花拾依垂眸下望,唇角噙着一丝似有还无的弧度,语气温和:
“在下姓花,乃一云游修士。
途经贵地,偶觉此庙有残灵执念萦绕,侵扰生人清静,故而驻足,略施薄力。
如今羁绊已消,那苦主亦放下执念,重入轮回往生去了。”
顿了一下,他的目光轻缓地掠过众人,最后落在那面色惊疑不定的黄大仙身上。
“故此庙宇之内,此刻已清宁无垢。
惊扰各位乡邻,实非本意,还望海涵。”
话音落定,他端坐于供桌之上,目光清浅地向下扫去,将众人脸上的神色尽收眼底。
林村长原本因愤怒和恐惧而紧绷的面皮松弛下来,嘴唇嗫嚅着,似乎想说什么,却又不知从何问起。
他身旁那两个原本攥紧棍棒的村汉,此刻也不自觉地松了力道,棍梢悄悄抵在了地上,眼神里充满了惶惑。
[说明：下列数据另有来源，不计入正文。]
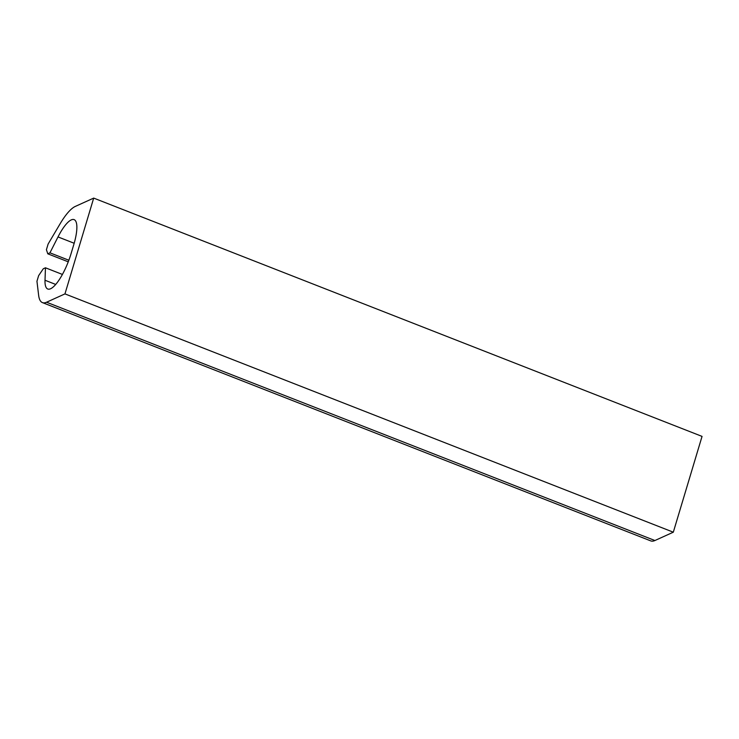 <?xml version="1.0" encoding="UTF-8"?>
<svg xmlns="http://www.w3.org/2000/svg" width="739" height="739" viewBox="0 0 739 739"><rect width="100%" height="100%" fill="white"/><g stroke="black" fill="none" stroke-linecap="round" stroke-linejoin="round"><path stroke-width="1.11" d="M673.312 532.191L64.958 293.891L93.696 198.098L702.05 436.398L673.312 532.191L654.911 540.523L46.566 302.223L64.958 293.891M55.721 284.441L45.014 280.247L45.458 267.795L43.287 268.774L38.65 275.61L36.95 281.273L38.64 295.314A47.028 13.293 -68.6 0 0 42.428 302.602L650.782 540.902A47.028 13.293 -68.6 0 0 654.911 540.523M45.014 280.247A32.433 9.173 -68.6 0 0 47.758 289.014A32.433 9.173 -68.6 0 0 71.083 253.606L73.78 244.627A32.433 9.173 -68.6 0 0 74.112 219.631A32.433 9.173 -68.6 0 0 58.011 236.923L49.947 252.83L47.786 253.81L46.418 249.699L48.118 244.036L60.09 223.815A47.028 13.293 -68.6 0 1 75.304 206.421L93.696 198.098M42.428 302.602A47.028 13.293 -68.6 0 0 46.566 302.223M68.256 261.828L47.786 253.81M68.856 260.239L49.947 252.83M62.418 274.437L45.458 267.795M74.177 243.26L58.011 236.923"/></g></svg>
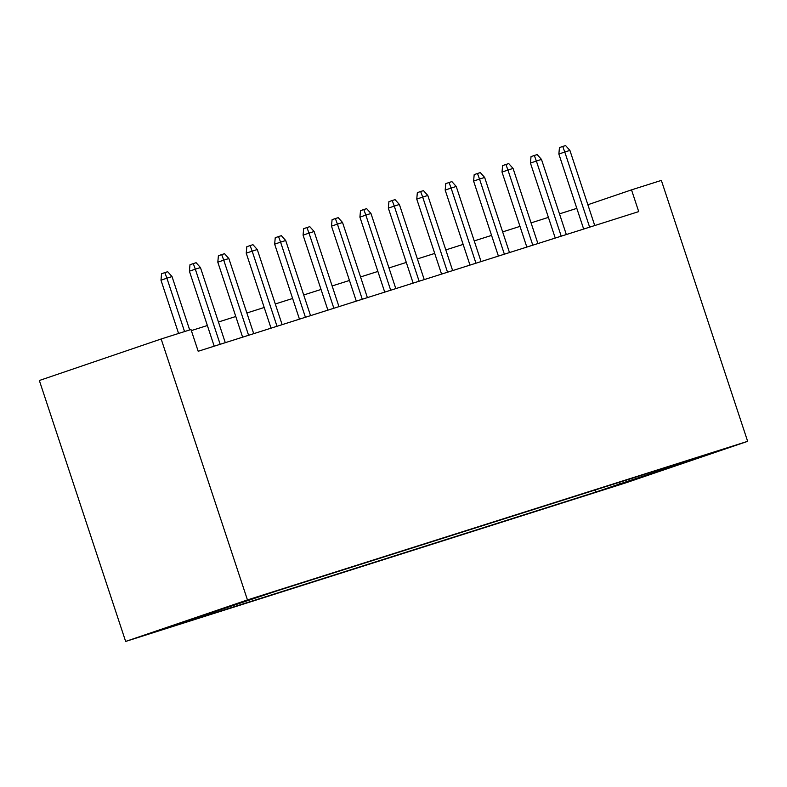 <?xml version="1.0" encoding="UTF-8"?>
<svg xmlns="http://www.w3.org/2000/svg" width="787" height="787" viewBox="0 0 787 787"><rect width="100%" height="100%" fill="white"/><g stroke="black" fill="none" stroke-linecap="round" stroke-linejoin="round"><path stroke-width="1.18" d="M716.682 451.345L692.235 459.539L716.682 451.345M125.645 641.435L625.842 482.844L747.65 441.33L247.452 599.92L125.645 641.435L39.35 380.505L161.158 338.99L247.452 599.92M161.158 338.99L190.995 329.527L198.186 351.268L638.71 211.605L631.518 189.864L587.869 204.738M238.097 603.58L268.033 593.654L238.028 603.393M668.586 466.701L669.137 467.075L692.176 459.224L277.24 590.781L172.894 625.606L204.158 615.69L181.118 623.54L596.054 491.983L619.094 484.133L619.753 482.185M669.137 467.075L700.4 457.168L619.094 484.133M631.518 189.864L661.355 180.4L747.65 441.33M576.822 208.368L559.488 213.867M548.401 217.379L531.068 222.878M519.981 226.39L502.647 231.89M491.56 235.402L474.227 240.901M463.149 244.413L445.806 249.912M434.729 253.424L417.385 258.923M406.308 262.435L388.965 267.934M377.888 271.446L360.544 276.945M349.467 280.457L332.124 285.956M321.047 289.468L303.703 294.968M292.626 298.48L275.283 303.979M264.206 307.491L246.862 312.99M235.785 316.502L218.442 322.001M207.365 325.513L191.349 330.589M204.443 614.854L204.158 615.69M595.365 489.917L596.054 491.983M650.357 474.217L650.003 472.594M184.561 331.573L166.903 278.185L160.981 280.202L161.561 273.738L164.857 272.617L166.903 278.185L172.019 276.562L189.677 329.95M160.981 280.202L178.59 333.462M164.857 272.617L167.69 271.712L172.019 276.562M220.173 344.303L195.324 269.174L189.401 271.19L189.982 264.727L193.277 263.606L195.324 269.174L200.439 267.55L225.289 342.679M189.401 271.19L214.202 346.191M193.277 263.606L196.111 262.701L200.439 267.55M248.594 335.292L223.744 260.163L217.812 262.179L218.402 255.716L221.688 254.595L223.744 260.163L228.86 258.539L253.709 333.668M217.812 262.179L242.622 337.18M221.688 254.595L224.531 253.689L228.86 258.539M277.014 326.28L252.165 251.151L246.233 253.168L246.823 246.705L250.109 245.583L252.165 251.151L257.28 249.528L282.13 324.657M246.233 253.168L271.043 328.169M250.109 245.583L252.952 244.678L257.28 249.528M305.435 317.269L280.585 242.14L274.653 244.157L275.243 237.694L278.529 236.572L280.585 242.14L285.701 240.517L310.55 315.646M274.653 244.157L299.463 319.158M278.529 236.572L281.372 235.667L285.701 240.517M333.855 308.258L309.006 233.129L303.074 235.146L303.664 228.683L306.95 227.561L309.006 233.129L314.121 231.506L338.971 306.635M303.074 235.146L327.884 310.147M306.95 227.561L309.793 226.666L314.121 231.506M362.276 299.247L337.426 224.118L331.494 226.135L332.084 219.671L335.37 218.55L337.426 224.118L342.542 222.495L367.391 297.624M331.494 226.135L356.304 301.136M335.37 218.55L338.213 217.655L342.542 222.495M390.696 290.236L365.847 215.107L359.915 217.123L360.505 210.66L363.791 209.539L365.847 215.107L370.962 213.484L395.812 288.613M359.915 217.123L384.725 292.134M363.791 209.539L366.634 208.644L370.962 213.484M419.117 281.225L394.267 206.096L388.335 208.112L388.926 201.649L392.211 200.528L394.267 206.096L399.383 204.472L424.232 279.601M388.335 208.112L413.145 283.123M392.211 200.528L395.054 199.632L399.383 204.472M447.528 272.213L422.688 197.084L416.756 199.101L417.346 192.638L420.632 191.516L422.688 197.084L427.803 195.461L452.643 270.59M416.756 199.101L441.566 274.112M420.632 191.516L423.475 190.621L427.803 195.461M475.948 263.202L451.108 188.073L445.176 190.09L445.767 183.627L449.052 182.505L451.108 188.073L456.224 186.45L481.064 261.579M445.176 190.09L469.987 265.101M449.052 182.505L451.895 181.61L456.224 186.45M504.369 254.191L479.529 179.062L473.597 181.079L474.187 174.616L477.473 173.494L479.529 179.062L484.644 177.439L509.484 252.568M473.597 181.079L498.407 256.09M477.473 173.494L480.316 172.599L484.644 177.439M532.789 245.18L507.949 170.051L502.017 172.068L502.608 165.604L505.893 164.483L507.949 170.051L513.065 168.428L537.905 243.567M502.017 172.068L526.828 247.079M505.893 164.483L508.736 163.588L513.065 168.428M561.21 236.169L536.37 161.04L530.438 163.057L531.028 156.593L534.314 155.472L536.37 161.04L541.486 159.417L566.325 234.556M530.438 163.057L555.248 238.067M534.314 155.472L537.157 154.577L541.486 159.417M589.63 227.158L564.791 152.029L558.859 154.045L559.449 147.582L562.735 146.461L564.791 152.029L569.906 150.406L594.746 225.544M558.859 154.045L583.669 229.056M562.735 146.461L565.578 145.565L569.906 150.406"/></g></svg>

而林知河,火把的光在他眸中跳动,透出一种近乎专注的迷眩。
花拾依心下顿时了然——唬住了。
他表情不变,然而内心深处,却差点没忍住为自己的精彩表现鼓掌。
啧,没想到中学时期被语文老师逼着背的那些古文,还是有用的。
然而,就在他暗自窃喜时,被抢了风头、眼看就要失去掌控权的黄大仙却急了。
这个干瘦老头儿三角眼一吊,像是终于抓住了什么把柄,尖哑的嗓子猛地拔高,怒骂道:
“胡说八道!
信口雌黄!
你说超度就超度了?你说干净就干净了?谁看见了?有何凭证!
村长,诸位乡亲,切莫被这来历不明的小子骗了!
他定是那邪祟所化,在此巧言令色,蛊惑人心!”
说完,他挥舞着干瘦的手臂,试图重新煽动起村民的恐惧。
花拾依眉梢几不可察地微挑了一下。
忍不住问他:
“那你有什么凭证?”
“我……”
黄大仙被他问住了,一时哑口无言。
众目睽睽之下,花拾依翩然跃下供桌,云纹广袖如水波荡开,透着几分清灵秀逸。
他行至那尊彩漆斑驳的观音像前,然后竟然撩袍屈膝,端然跪于那方破旧蒲团之上。